The Great Vancouver Earthquake brings some of these characters together while keeping others apart. To prevent spoilers at this point, I will just say that, through the hours of this long and tortuous day, the characters discover truths about themselves, realizations about others, the ability to forgive, and to take risks they would never have dared to take before. They need to work together to get through this disaster–whether or not they want to–but some are better at this than others. Sidney learns quickly who she can count on and who she can’t; what is suddenly a priority and what is not anymore; and that a metal mixing bowl has the power to save a life.

Sidney, who probably wears pink shirts to protest bullying and rattles off LGBTQ more smoothly than he can, is supremely unfazed by his orientation. She sits beside him, a girl of her time, simultaneously inclusive and achingly alone, damaged hand on the granite countertop, unhurt one resting quietly in his.

What I love about this book is that it’s not a heartwarming, let’s-all-work-together-to-overcome type of a scenario. It’s real and grueling: the death toll; the fires; the terror and confusion; the selfishness; the regret; and the loss of innocence. Not only from the action after the earthquake, but also before the earthquake, and even before that. Peck gives us a good, hard look into the characters’ pasts: Kyle’s critical father; Charlotte’s important but distant mother; and Anna’s childhood of poverty. We can see where their anger and discontent comes from, we can see how it taints their present relationships and haunts their thoughts; and we can see how it informs their actions after the earthquake. But it’s not all grim: some of the characters have moments of connection and growth. There’s love and kindness and forgiveness.

In homes and on sidewalks they lay, inside crashed buses, behind dumpsters, on massage tables and under car hoists, in bubble tea shops, old age homes, alleyways, school portables, emergency rooms, jewelry shops, chem labs, in the path of all destruction, in all the broken places, trapped, dead, in pain, terrified, crammed together, desperately alone.

The looting continues. Even the Tony Whole Foods Market on Marine Drive, scant blocks from this house, has been broken into. People…. are running off with goji berries and tamari almonds, organic arugula and floral wreaths.

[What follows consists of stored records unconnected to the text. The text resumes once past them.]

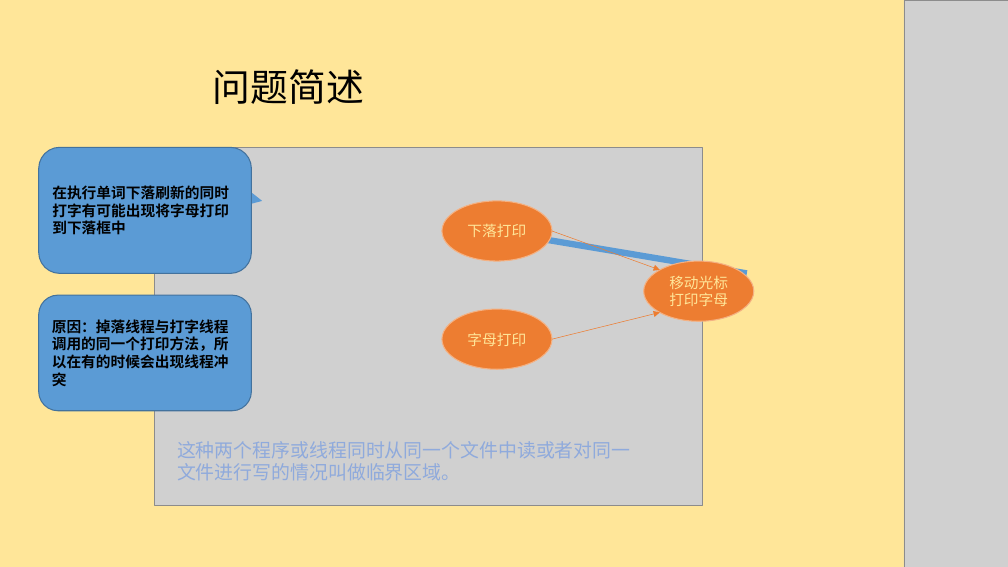
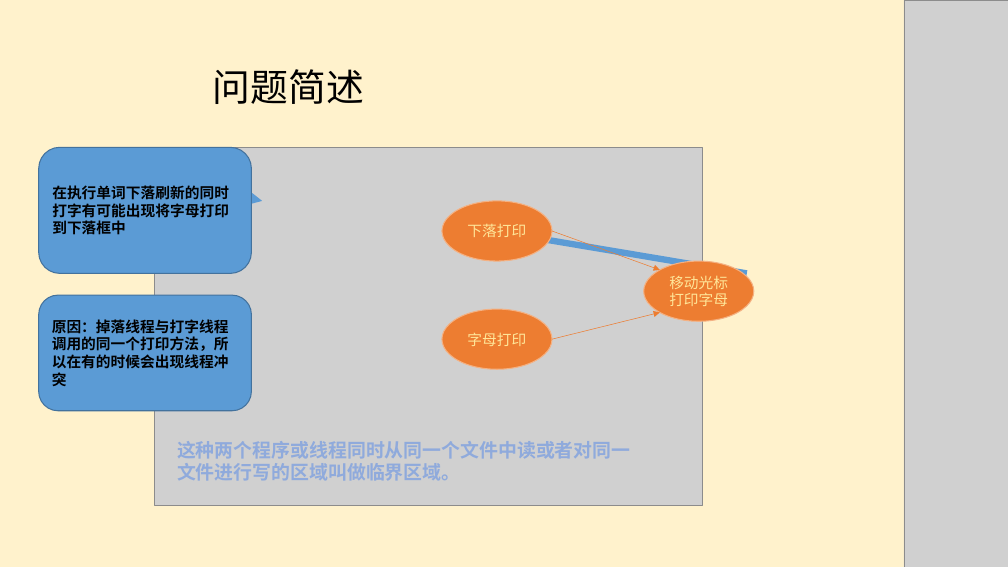
Before and after one commit to CatherineIsNotHere/MyStudyProject, a slide deck: slide 6 of huiZhongLesson/答辩文件/天津软件1班_C++游戏_柴彧_打字游戏/打字游戏.pptx. Drawn at 1008x567 pixels with LibreOffice and Linux fonts; fonts in the diff are those of the drawing; grey boxes stand for pictures. Boxes give left, top, right and bottom in pixels: in the first picture for what was removed or moved away, otherwise in the second. Text is boxed around its words. In the diff, an @@ line names an element or a change of style, - is before the commit and + after.

```diff
--- a/huiZhongLesson/答辩文件/天津软件1班_C++游戏_柴彧_打字游戏/打字游戏.pptx
+++ b/huiZhongLesson/答辩文件/天津软件1班_C++游戏_柴彧_打字游戏/打字游戏.pptx
@@ background #FFE699 to #FFF2CC @@
@@ text at (177, 441, 631, 481): text changed; bold on @@
-这种两个程序或线程同时从同一个文件中读或者对同一文件进行写的情况叫做临界区域。
+这种两个程序或线程同时从同一个文件中读或者对同一文件进行写的区域叫做临界区域。
```
Also in this commit, not shown: 8 other slides changed, 1 slide added, 1 slide removed, 4 other files.

The Broken Places is not really about an earthquake – it’s about humanity: how we live; how we interact; how we grow.


Frances Peck wrote fiction and poetry until her early twenties, when the realities of adulthood and rent steered her toward a career as a freelance writer, ghostwriter, editor, and instructor. Frances returns to her first love, fiction, with The Broken Places, part of the Nunatak First Fiction Series.

  • Publisher ‏ : ‎ NeWest Press (April 1 2022)
  • Language ‏ : ‎ English
  • Paperback ‏ : ‎ 400 pages
  • ISBN-10 ‏ : ‎ 1774390450
  • ISBN-13 ‏ : ‎ 978-1774390450

Naomi MacKinnon is a mother, daughter, wife, sister, friend, pet-lover, reader, walker, camper, and Nova Scotian. Naomi has contributed several guest reviews over the years to The Miramichi Reader. Her book review blog is Consumed By Ink.